Claro me estaba esquivando pero con cierta coquetería como quien no quiere la cosa y eso a mí me emocionaba, es como jugar con fuego, es como cuando lo prohibido se vuelve más prohibido todavía... Con apenas una hora y media en Angasmarca, me estaba divirtiendo con todas las ganas porque se supone que para eso viajé (pensaba en la célebre frase de Richard) bailé con Delfina como tres piezas (todas huayno) y en esas conver

saciones y sonrisas, sembré mi discurso, mis huachaferías, mis mentiras… y ella por momentos parecía creer y me decía cosas como: -ya vacan en la noche ‘tonces, pero no seas falla- ¿Estábamos coqueteando o me parecía? Que importaba porque igual todo estaba de onda (y para sorpresa mía) sentí que aún era el propietario de al menos una ínfima parte de su cariño pero preferí ser cauto y hacer como si nada, como si no me estuviera dando cuenta de que ella aun manejaba esas situaciones de galantería y coqueteo, ella risitas yo florero…

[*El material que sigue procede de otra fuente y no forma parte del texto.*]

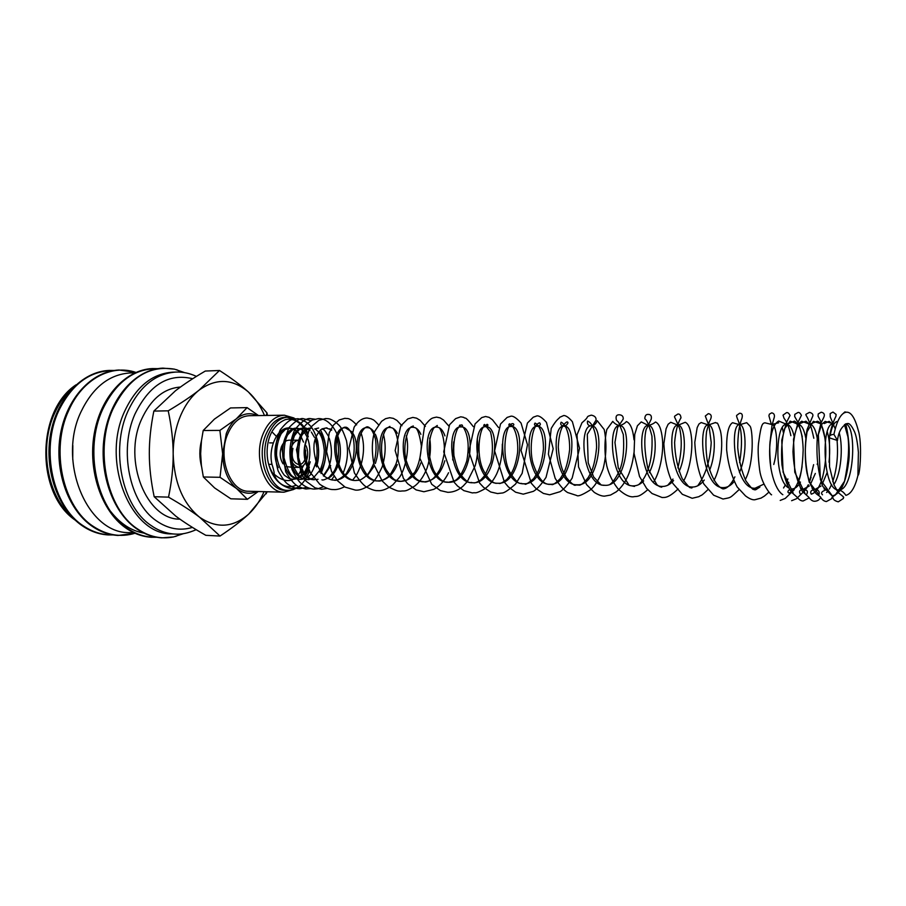 <?xml version="1.0" encoding="UTF-8"?>
<svg xmlns="http://www.w3.org/2000/svg" width="906" height="906" viewBox="0 0 906 906"><rect width="100%" height="100%" fill="white"/><g stroke="black" fill="none" stroke-linecap="round" stroke-linejoin="round"><path stroke-width="1.36" d="M833.928 434.359C837.031 420.225 841.164 412.853 846.34 412.219C850.983 411.732 854.97 417.825 858.31 430.52C862.252 441.811 860.179 475.944 857.891 475.344L858.401 452.366C857.518 442.513 856.238 435.695 854.585 431.913C851.765 425.786 849.386 423.011 847.45 423.566C841.878 425.865 838.56 431.505 837.484 440.486L829.805 437.983C828.73 435.979 830.1 434.778 833.928 434.359L837.484 440.486M304.008 428.345L307.179 434.099M307.915 435.888L308.289 436.919M310.26 461.811L305.718 475.242M304.382 477.462L303.419 478.832M296.228 485.208C281.426 491.358 273.771 476.001 274.733 474.653C275.662 475.265 286.387 485.605 296.058 477.53M298.119 475.548L303.725 465.163M303.499 442.094L300.905 436.386C299.58 432.977 296.058 430.259 290.35 428.232C279.229 425.401 267.802 446.024 271.902 464.019C277.145 480.678 272.264 473.906 269.297 466.216C265.628 456.635 264.156 428.64 285.492 419.569C292.208 418.142 298.199 420.826 303.476 427.609M175.685 372.072L172.468 372.207C152.049 373.691 136.059 386.839 124.496 411.63C100.985 462.037 130.724 534.823 171.528 533.883L174.745 534.053C166.319 533.589 158.267 530.633 150.611 525.174C122.129 506.092 110.351 449.999 127.746 411.573C139.309 386.737 155.288 373.566 175.685 372.072C182.627 371.766 189.547 373.204 196.432 376.398M184.711 372.672L174.53 369.172C148.663 364.903 128.063 378.334 112.74 409.467C94.269 449.761 106.806 508.674 136.987 528.572C148.72 536.669 160.917 539.455 173.556 536.93L183.771 533.555M135.141 372.762L129.841 372.978C109.026 374.495 92.729 387.474 80.951 411.924C56.999 461.63 87.282 533.43 128.924 532.615L134.213 532.887M110.691 511.471C120.238 523.691 131.325 530.916 143.963 533.124M72.82 445.458L72.74 459.478M267.53 415.446L266.976 412.91L248.414 391.992C241.132 385.424 231.494 378.255 219.49 370.486L199.15 390.101C191.291 396.341 180.974 403.249 168.222 410.826C171.494 426.239 173.148 440.644 173.171 454.031C173.239 467.428 171.698 481.799 168.527 497.145C181.336 504.506 191.687 511.188 199.58 517.213C216.681 528.821 233.08 527.756 248.788 513.996C255.028 508.141 260.124 500.701 264.065 491.675M264.507 415.48C260.441 405.877 255.073 398.051 248.414 391.992C232.616 378.629 216.194 377.995 199.15 390.101C191.245 396.409 184.915 405.254 180.169 416.658C175.526 428.176 173.193 440.633 173.171 454.031C174.111 482.456 182.91 503.51 199.58 517.213L220.022 536.058C231.959 528.107 241.551 520.757 248.788 513.996L267.349 491.754M220.022 536.058L205.843 535.321C193.839 528.538 183.861 522.173 175.877 516.216L154.167 496.703C150.951 481.324 149.343 467.054 149.32 453.883C149.241 440.712 150.747 426.443 153.85 411.086L175.436 390.803C183.374 384.631 193.329 378.051 205.3 371.052L219.49 370.486M201.506 466.397C199.309 457.87 199.286 449.319 201.46 440.746M258.516 415.571L247.1 407.621L236.319 418.844L219.886 430.395L222.638 453.872L220.033 477.303L236.534 488.504C243.159 493.589 249.999 494.585 257.055 491.482M257.497 415.594C250.215 412.309 243.159 413.396 236.319 418.844C232.129 422.4 228.788 427.304 226.296 433.532L222.638 453.872C223.091 469.263 227.723 480.803 236.534 488.504L247.383 499.308L258.267 491.516M247.383 499.308L230.826 498.798L214.631 487.949L203.352 476.986L201.381 465.344L200.645 453.736L201.438 440.973L203.193 430.509L214.405 419.138L230.543 407.938L247.1 407.621M293.714 467.326L298.855 467.394C291.472 465.027 288.98 458.243 291.404 447.043C293.17 442.638 295.707 440.35 299.014 440.169L288.969 440.18C285.662 440.361 283.114 442.638 281.336 447.02C279.376 453.26 279.943 458.855 283.057 463.815M286.205 466.601L292.445 467.303M298.855 467.394C302.242 467.236 304.812 464.914 306.579 460.429C308.221 455.39 308.063 450.509 306.069 445.786M296.069 418.912L285.922 417.1C277.111 417.632 270.305 423.725 265.503 435.367C256.036 458.266 268.323 491.075 285.503 490.305L287.995 490.373C297.383 489.999 304.461 483.679 309.24 471.426M288.414 417.066C279.614 417.598 272.819 423.691 268.006 435.356C258.55 458.289 270.826 491.143 287.995 490.373M294.042 418.028L284.371 415.197C275.118 415.752 267.95 422.151 262.887 434.393C252.91 458.47 265.854 493 283.929 492.196L293.623 489.478M305.186 475.197L308.504 464.404M283.929 492.196L248.788 491.267C230.498 492.037 217.417 458.176 227.508 434.552C232.616 422.547 239.864 416.273 249.229 415.707L284.371 415.197M179.92 519.149C146.613 519.953 122.559 460.656 141.461 419.501C150.781 399.172 163.771 388.346 180.453 387.043M305.639 450.316L305.073 459.104C303.669 462.683 301.607 464.54 298.912 464.665C293 462.785 291.007 457.36 292.944 448.402M276.217 436.205L272.74 432.615M203.193 430.509L219.886 430.395M203.352 476.986L220.033 477.303M153.85 411.086L168.222 410.826M154.167 496.703L168.527 497.145M300.905 436.386C297.927 431.075 294.201 428.368 289.705 428.255L289.694 428.255C278.108 427.473 270.203 451.709 278.244 467.632M289.75 478.787L292.91 479.274C299.886 478.991 305.22 474.506 308.935 465.82M300.452 428.889L296.862 428.198C278.822 426.794 276.93 474.857 297.066 478.968M298.244 479.229L300.101 479.41C304.178 479.41 307.87 477.621 311.154 474.042M316.058 465.922C319.637 455.831 319.512 446.307 315.673 437.36M307.678 428.855L304.031 428.142C285.979 426.771 284.257 475.276 304.45 479.149M305.639 479.399L307.304 479.546C308.051 479.976 310.112 479.399 313.487 477.813L320.158 469.92C322.774 463.917 324.144 457.349 324.28 450.214C322.864 438.572 321.211 435.99 318.674 432.151M319.897 472.23C328.278 461.165 327.428 439.614 319.048 431.664M311.302 428.085L311.302 428.085C291.687 426.783 292.593 480.678 314.586 479.693L310.588 478.9L306.59 476.148C304.008 474.155 301.313 467.881 298.527 457.315C298.606 446.273 299.909 438.674 302.4 434.506L308.267 428.527L311.517 428.074M323.736 476.126L330.69 465.605M318.595 428.028L314.631 428.968M307.983 435.673C301.925 449.217 303.023 462.071 311.279 474.246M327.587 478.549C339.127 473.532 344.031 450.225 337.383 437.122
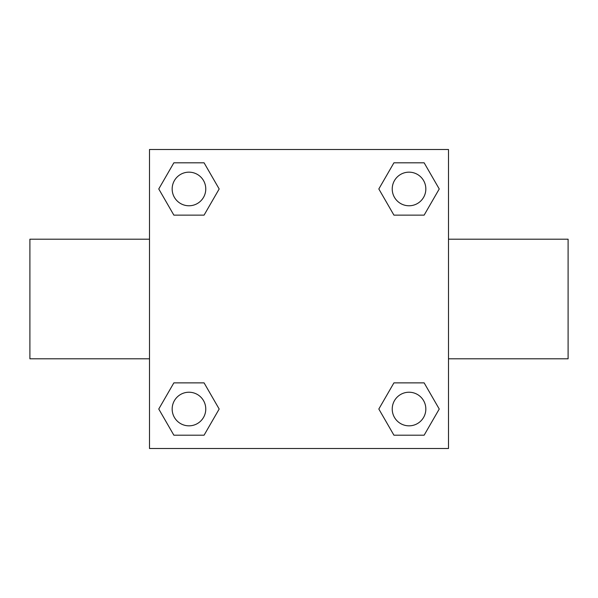 <?xml version="1.0" encoding="UTF-8"?>
<svg xmlns="http://www.w3.org/2000/svg" width="598" height="598" viewBox="0 0 598 598"><rect width="100%" height="100%" fill="white"/><g stroke="black" fill="none" stroke-linecap="round" stroke-linejoin="round"><path stroke-width="0.9" d="M204.075 215.131L173.861 215.131L158.762 188.968L173.861 162.806L204.075 162.806L219.174 188.968L204.075 215.131L173.861 215.131L193.789 215.131M193.789 382.87L204.075 382.87L219.174 409.032L204.075 435.195L173.861 435.195L158.762 409.032L173.861 382.87L204.075 382.87M404.211 215.131L393.925 215.131L378.826 188.968L393.925 162.806L424.139 162.806L439.238 188.968L424.139 215.131L393.925 215.131M393.925 382.87L424.139 382.87L439.238 409.032L424.139 435.195L393.925 435.195L378.826 409.032L393.925 382.87L424.139 382.87L404.211 382.87M448.5 358.8L568.1 358.8L568.1 239.2L448.5 239.2M149.5 239.2L29.9 239.2L29.9 358.8L149.5 358.8M149.5 149.5L448.5 149.5L448.5 448.5L149.5 448.5L149.5 149.5M424.139 435.195L393.925 435.195L424.139 435.195M425.836 409.032A16.804 16.804 0 0 0 400.63 394.478A16.804 16.804 0 0 0 400.63 423.586A16.804 16.804 0 0 0 425.836 409.032M204.075 435.195L173.861 435.195L204.075 435.195M205.772 409.032A16.804 16.804 0 0 0 180.566 394.478A16.804 16.804 0 0 0 180.566 423.586A16.804 16.804 0 0 0 205.772 409.032M393.925 162.806L424.139 162.806L393.925 162.806M425.836 188.968A16.804 16.804 0 0 0 400.63 174.414A16.804 16.804 0 0 0 400.63 203.522A16.804 16.804 0 0 0 425.836 188.968M173.861 162.806L204.075 162.806L173.861 162.806M205.772 188.968A16.804 16.804 0 0 0 180.566 174.414A16.804 16.804 0 0 0 180.566 203.522A16.804 16.804 0 0 0 205.772 188.968"/></g></svg>
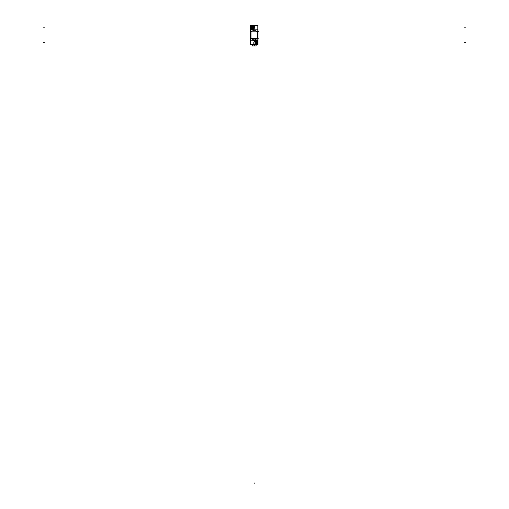<?xml version="1.0" encoding="UTF-8"?>
<svg xmlns="http://www.w3.org/2000/svg" width="509" height="509" viewBox="0 0 509 509"><rect width="100%" height="100%" fill="white"/><g stroke="black" fill="none" stroke-linecap="round" stroke-linejoin="round"><path stroke-width="0.76" d="M255.785 40.287L252.61 40.287M254.99 40.478L254.99 40.478A2.112 2.112 0 0 0 253.787 42.451M254.608 27.779A2.112 2.112 0 0 1 253.406 29.751L254.939 29.751M252.788 29.936L255.276 29.936L252.788 29.936M250.982 38.391A4.594 4.594 0 0 0 257.414 38.391A4.594 4.594 0 0 1 250.982 38.391M250.581 25.825L250.568 25.45M257.917 44.321L250.466 44.321M250.428 40.287L250.428 44.747L252.286 44.747M256.11 44.747L257.974 44.747L257.974 40.287M253.355 29.751L253.355 25.794L250.428 25.813L257.929 25.908M257.929 29.751L257.929 25.794L257.974 29.751M250.428 29.751L250.485 25.908M250.428 25.819L253.355 25.819L250.485 25.825L250.517 29.567M250.428 25.813L250.428 25.45L257.974 25.45L257.974 25.813M254.08 44.436L254.08 45.937L256.103 45.937L256.11 44.347M254.322 44.436L254.315 45.937L252.292 45.937L252.286 44.347M252.286 44.378L252.292 45.905L256.18 45.905L256.11 44.378M257.828 44.747L257.828 25.45M250.555 25.526L250.555 44.697M257.987 39.028A5.446 5.446 0 0 0 258.311 38.69L257.987 38.989L258.286 38.671L257.987 38.989L258.286 38.671L257.987 38.989L258.286 38.671L257.987 38.989L258.286 38.671L257.987 38.989L258.286 38.671L257.987 38.989L258.286 38.671L257.987 38.989L258.286 38.671L257.942 38.372L257.987 38.754M255.104 40.287L253.291 40.287M250.409 38.754L250.453 38.379L250.091 38.69A5.446 5.446 0 0 0 250.409 39.028M255.811 40.287L252.585 40.287L255.811 40.287M250.167 38.741L250.409 38.989L250.11 38.671L250.409 38.989L250.11 38.671L250.409 38.989L250.11 38.671L250.409 38.989L250.11 38.671L250.409 38.989L250.504 38.436M250.409 38.989L250.11 38.671L250.409 38.989M258.203 38.767L257.866 38.461M250.142 38.709L250.485 38.41M255.906 40.287A5.446 5.446 0 0 1 252.496 40.287M255.868 40.294L257.878 40.287L257.878 40.745L255.862 40.745L255.862 40.306M255.041 44.404L257.917 44.404L257.878 40.663M253.787 42.349L253.787 44.366M255.041 40.472L255.041 44.436L250.466 44.436L250.466 40.287M255.276 40.873A1.642 1.642 0 0 1 255.951 40.745L255.963 40.294M255.887 40.784A1.686 1.686 0 0 1 257.675 42.463A1.686 1.686 0 0 1 255.887 44.143L255.9 43.939A1.482 1.482 0 0 0 257.471 42.463A1.482 1.482 0 0 0 255.9 40.987L255.887 40.784C258.184 41.903 258.184 43.023 255.887 44.143M256.097 44.143A1.686 1.686 0 0 1 255.041 43.857L256.084 43.939A1.482 1.482 0 0 1 255.041 43.596M256.097 40.784L255.041 41.07A1.686 1.686 0 0 1 256.097 40.784L256.084 40.987A1.482 1.482 0 0 0 255.041 41.324A1.489 1.489 0 0 1 255.683 41.006A1.489 1.489 0 0 0 255.041 41.318M255.709 42.158L254.468 42.158M255.041 42.285L255.588 42.387A0.414 0.414 0 0 1 255.912 42.056L255.715 40.981A1.508 1.508 0 0 0 255.041 41.293M255.683 40.936L255.683 42.177M255.671 40.962A1.533 1.533 0 0 1 256.307 40.962M256.307 43.959A1.533 1.533 0 0 1 255.671 43.959M255.683 42.743L255.683 43.984M255.041 43.634A1.508 1.508 0 0 0 255.715 43.946L255.912 42.864A0.414 0.414 0 0 1 255.588 42.54L255.041 42.641M254.468 42.769L255.709 42.769M256.536 40.873L257.579 40.873L257.579 41.916M257.579 43.01L257.579 44.054L256.536 44.054M255.442 40.873L255.041 40.873M255.442 44.054L255.041 44.054M256.294 42.177L256.294 40.936M256.269 40.981L256.065 42.056A0.414 0.414 0 0 1 256.396 42.387L257.471 42.183A1.508 1.508 0 0 0 256.269 40.981M257.516 42.158L256.275 42.158M257.49 42.145A1.533 1.533 0 0 1 257.49 42.781M256.294 43.984L256.294 42.743L257.516 42.769M257.471 42.737L256.396 42.54A0.414 0.414 0 0 1 256.065 42.864L256.269 43.946A1.489 1.489 0 0 0 257.446 42.769A1.489 1.489 0 0 1 256.294 43.92A1.508 1.508 0 0 0 257.471 42.737M252.54 29.751L250.517 29.751M253.189 29.325A1.642 1.642 0 0 1 252.445 29.477L252.439 29.751M254.615 27.88L254.615 25.857M253.355 25.794L257.929 25.794M257.987 31.195A5.446 5.446 0 0 1 258.298 31.52L257.936 31.838A4.975 4.975 0 0 0 250.447 31.844L250.091 31.539A5.446 5.446 0 0 1 250.409 31.195M253.227 29.751A5.446 5.446 0 0 1 255.168 29.751M250.11 31.552L250.409 31.234M253.399 29.751L254.996 29.751M257.936 31.52L258.279 31.539M257.942 31.851L258.286 31.552M250.409 29.936L257.987 29.751L257.987 40.287L250.409 40.287L250.409 29.936L257.987 29.936M253.444 29.732A5.434 5.434 0 0 1 255.085 29.751A5.434 5.434 0 0 0 253.444 29.732L254.984 29.751M253.883 29.936L254.519 29.936M257.948 38.379A4.975 4.975 0 0 1 250.447 38.379M250.886 31.933A4.594 4.594 0 0 1 257.516 31.933M257.414 38.525L257.414 31.704M257.516 38.29A4.594 4.594 0 0 1 250.886 38.29M250.982 31.704L250.982 38.525M252.299 26.054A1.686 1.686 0 0 1 253.355 26.341L252.318 26.258A1.482 1.482 0 0 1 253.355 26.602A1.489 1.489 0 0 0 252.712 26.277A1.489 1.489 0 0 1 253.355 26.589M252.299 29.414L253.355 29.128A1.686 1.686 0 0 1 252.299 29.414L252.318 29.21A1.482 1.482 0 0 0 253.355 28.873A1.489 1.489 0 0 1 252.712 29.191A1.489 1.489 0 0 0 253.355 28.879M252.515 29.414A1.686 1.686 0 0 1 250.721 27.734A1.686 1.686 0 0 1 252.515 26.054L252.502 26.258A1.482 1.482 0 0 0 250.924 27.734A1.482 1.482 0 0 0 252.502 29.21L252.515 29.414C250.212 28.294 250.212 27.174 252.515 26.054M250.912 28.052A1.533 1.533 0 0 1 250.912 27.416M252.127 27.429L250.886 27.429M250.924 27.461L252.006 27.658A0.414 0.414 0 0 1 252.33 27.333L252.133 26.252A1.508 1.508 0 0 0 250.924 27.461M252.101 26.213L252.101 27.454M252.089 26.239A1.533 1.533 0 0 1 252.725 26.239M252.725 29.229A1.533 1.533 0 0 1 252.089 29.229M250.886 28.04L252.127 28.04L252.101 29.261M252.133 29.217L252.33 28.141A0.414 0.414 0 0 1 252.006 27.81L250.924 28.008A1.508 1.508 0 0 0 252.133 29.217M253.355 26.144L252.954 26.144M251.86 26.144L250.816 26.144L250.816 27.187M250.816 28.281L250.816 29.325L251.86 29.325M253.355 29.325L252.954 29.325M252.712 27.454L252.712 26.213M253.355 26.563A1.508 1.508 0 0 0 252.68 26.252L252.483 27.333A0.414 0.414 0 0 1 252.814 27.658L253.355 27.556M253.934 27.429L252.687 27.429M252.687 28.04L253.934 28.04M253.355 27.912L252.814 27.81A0.414 0.414 0 0 1 252.483 28.141L252.68 29.217A1.508 1.508 0 0 0 253.355 28.905M252.712 29.261L252.712 28.014M254.201 44.436L254.201 45.905M255.9 40.733L255.9 40.294L255.9 40.733L257.84 40.733L255.9 40.733A1.654 1.654 0 0 0 255.238 40.873A1.654 1.654 0 0 1 255.9 40.733M252.54 40.287A5.434 5.434 0 0 0 254.952 40.497A5.434 5.434 0 0 1 252.54 40.287M255.683 43.92A1.489 1.489 0 0 1 255.041 43.609A1.489 1.489 0 0 0 255.683 43.92M257.446 42.158A1.489 1.489 0 0 0 256.294 41.006A1.489 1.489 0 0 1 257.446 42.158M252.502 29.497L250.555 29.497L252.502 29.497A1.654 1.654 0 0 0 253.227 29.325A1.654 1.654 0 0 1 252.502 29.497M257.414 31.832A4.594 4.594 0 0 0 250.982 31.832M252.101 29.191A1.489 1.489 0 0 1 250.95 28.04A1.489 1.489 0 0 0 252.101 29.191M250.95 27.429A1.489 1.489 0 0 1 252.101 26.277A1.489 1.489 0 0 0 250.95 27.429M254.201 482.946L254.201 483.55L254.201 482.946M255.849 40.733L256.447 40.733M255.862 40.733L257.878 40.733M252.553 29.497L251.949 29.497M252.54 29.497L250.517 29.497M43.685 27.734L44.289 27.734L43.685 27.734M464.711 27.734L465.315 27.734L464.711 27.734M43.685 42.463L44.289 42.463L43.685 42.463M464.711 42.463L465.315 42.463L464.711 42.463"/></g></svg>

Yo sabía que tenía que ir donde Shalito y bailar, conversar, madrugar a cualquier galán potencial que estuviera al acecho (incluido Carlitos), y así lo hice, le dije que estaba guapa, que durante los años en que no nos habíamos visto se había puesto como lo repito guapísima… ya no exageres amiguito, me decía… en la noche somos ehhh, ya vacan me decía,

mientras hablábamos, pensaba que la competencia había comenzado, quizá ahora bailaba con ella pero Carlos no se iba cruzar de brazos, mucho menos un mocoso de quince años que parecía su sombra pero que a la larga no ataba ni desataba sin embargo mi mejor amigo era mi rival ufff esto estaba de candela pensé, mientras le daba una vueltita y la traía hacia mí con la mano sobre esa sutil cadera y algo agitada me decía: huuy se nota que tas con ganas de bailar y yo monótono aplicaba la frase de Richard: claro además he venido para divertirme… “tengo siete días, para enamorarte” decía la canción que bailamos…

-pensando, guarda maquina pa’ la noche, parece que va haber acción- me decía Carlitos.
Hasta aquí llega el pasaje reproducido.